Naturally, this approach is completely equivalent to the previous one and has the added advantage of being more efficient in terms of both speed and memory requirements.

This is known as the __bag of words__ representation of the text. It should be noted that these vectors simply contains the number of times each word appears in our document, so we can easily tell that the word *mary* appears exactly 6 times in our little nursery rhyme.

In [None]:
text_vector[word_dict["mary"]]

6.0

A more pythonic (and efficient) way of producing the same result is to use the standard __Counter__ module:

In [None]:
word_counts = Counter(text_words)
pprint(word_counts)

Counter({'mary': 6,
         'lamb': 5,
         'little': 4,
         'went': 4,
         'had': 2,
         'a': 2,
         'was': 2,
         'everywhere': 2,
         'that': 2,
         'whose': 1,
         'fleece': 1,
         'white': 1,
         'as': 1,
         'snow': 1,
         'and': 1,
         'the': 1,
         'sure': 1,
         'to': 1,
         'go': 1})


From which we can easily generate the __text_vector__ and __word_dict__ data structures:

In [None]:
items = list(word_counts.items())

# Extract word dictionary and vector representation
word_dict2 = dict([[items[i][0], i] for i in range(len(items))])
text_vector2 = [items[i][1] for i in range(len(items))]

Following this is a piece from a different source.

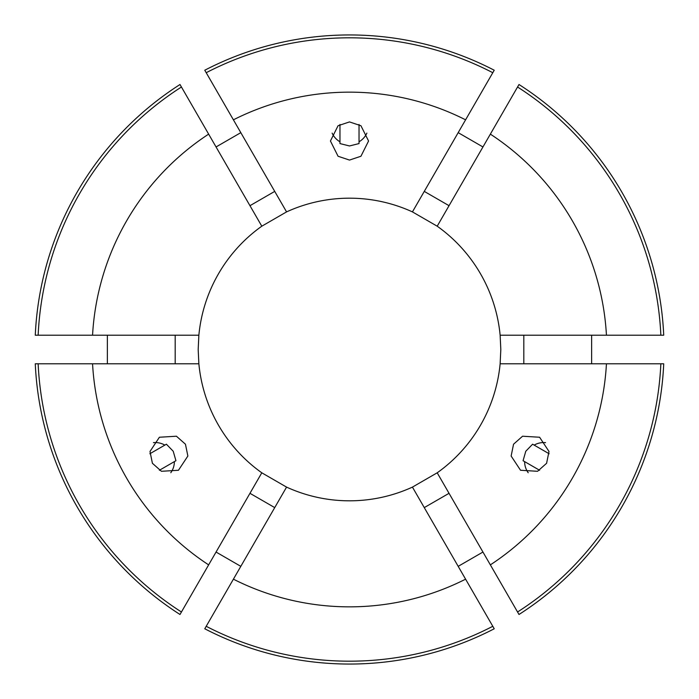 <?xml version="1.0" encoding="UTF-8"?>
<svg xmlns="http://www.w3.org/2000/svg" width="699" height="699" viewBox="0 0 699 699"><rect width="100%" height="100%" fill="white"/><g stroke="black" fill="none" stroke-linecap="round" stroke-linejoin="round"><path stroke-width="1.05" d="M549.143 453.756L534.158 445.106A19.065 19.048 120 0 1 545.561 442.642M534.158 445.106L532.603 444.206L525.77 451.266L523.07 460.72L539.611 470.27M513.547 444.214L522.572 436.22L539.602 437.242L549.003 451.475L546.592 463.288L537.566 471.292L520.537 470.261L511.135 456.028L513.547 444.214M159.389 470.27L174.374 461.62A19.065 19.048 -120 0 1 170.801 472.725M174.374 461.62L175.93 460.72L173.23 451.266L166.397 444.206L149.857 453.756M185.453 444.214L187.865 456.028L178.463 470.261L161.434 471.292L152.408 463.288L149.997 451.475L159.398 437.242L176.428 436.22L185.453 444.214M339.967 124.474L339.967 141.775A19.065 19.048 0 0 1 332.13 133.133M339.967 141.775L339.967 143.575L349.5 145.96L359.033 143.575L359.033 124.474M349.5 160.071L338.063 156.253L330.435 140.997L338.063 125.733L349.5 121.923L360.937 125.733L368.565 140.997L360.937 156.253L349.5 160.071M107.366 335.205L107.366 363.795M198.865 335.205L35.273 335.205A314.55 314.55 0 0 1 180.001 84.518L261.802 226.196A151.316 151.316 0 0 0 198.865 335.205L198.184 349.5L198.865 363.795A151.316 151.316 0 0 0 261.802 472.804L286.564 487.107A151.316 151.316 0 0 0 412.436 487.107L437.198 472.804A151.316 151.316 0 0 0 500.135 363.795L500.816 349.5L500.135 335.205A151.316 151.316 0 0 0 437.198 226.196L412.436 211.893A151.316 151.316 0 0 0 286.564 211.893L261.802 226.196M240.814 132.653L216.052 146.956M492.795 72.705A311.684 311.684 0 0 0 206.205 72.705L204.772 70.223A314.55 314.55 0 0 1 494.228 70.223L412.436 211.893M482.948 146.956L458.186 132.653M660.852 335.205A311.684 311.684 0 0 0 517.557 87.008L518.999 84.518A314.55 314.55 0 0 1 663.727 335.205L500.135 335.205M591.634 363.795L591.634 335.205M492.795 626.295A311.684 311.684 0 0 1 206.205 626.295L204.772 628.777A314.55 314.55 0 0 0 494.228 628.777L465.595 579.174A257.346 257.346 0 0 1 233.405 579.174L206.205 626.295M660.852 363.795A311.684 311.684 0 0 1 517.557 611.992L518.999 614.482A314.55 314.55 0 0 0 663.727 363.795L606.444 363.795A257.346 257.346 0 0 1 490.357 564.871L517.557 611.992M286.564 487.107L233.405 579.174M412.436 487.107L465.595 579.174M437.198 472.804L490.357 564.871M606.444 363.795L500.135 363.795M206.205 72.705L233.405 119.826A257.346 257.346 0 0 1 465.595 119.826M517.557 87.008L490.357 134.129A257.346 257.346 0 0 1 606.444 335.205M233.405 119.826L286.564 211.893M490.357 134.129L437.198 226.196M458.186 566.347L482.948 552.044M216.052 552.044L240.814 566.347M180.001 614.482A314.55 314.55 0 0 1 35.273 363.795L38.148 363.795A311.684 311.684 0 0 0 181.443 611.992L180.001 614.482M38.148 335.205A311.684 311.684 0 0 1 181.443 87.008M261.802 472.804L181.443 611.992M208.643 564.871A257.346 257.346 0 0 1 92.556 363.795L38.148 363.795M198.865 363.795L92.556 363.795M92.556 335.205A257.346 257.346 0 0 1 208.643 134.129M175.187 363.795L175.187 335.205M523.813 363.795L523.813 335.205M424.276 191.395L449.038 205.689M249.962 205.689L274.724 191.395M274.724 507.605L249.962 493.311M449.038 493.311L424.276 507.605M366.87 133.133A19.065 19.048 0 0 1 359.033 141.775M153.439 442.642A19.065 19.048 -120 0 1 164.842 445.106M528.199 472.725A19.065 19.048 120 0 1 524.626 461.62"/></g></svg>

And let's take a look at them:

In [None]:
print("Text vector:", text_vector2, "\n\nWord dictionary:")
pprint(word_dict2)

NameError: name 'text_vector2' is not defined

The results using this approach are slightly different than the previous ones, because the words are mapped to different integer ids but the corresponding values are the same:

In [None]:
for word in word_dict.keys():
    if text_vector[word_dict[word]] != text_vector2[word_dict2[word]]:
        print("Error!")

As expected, there are no differences!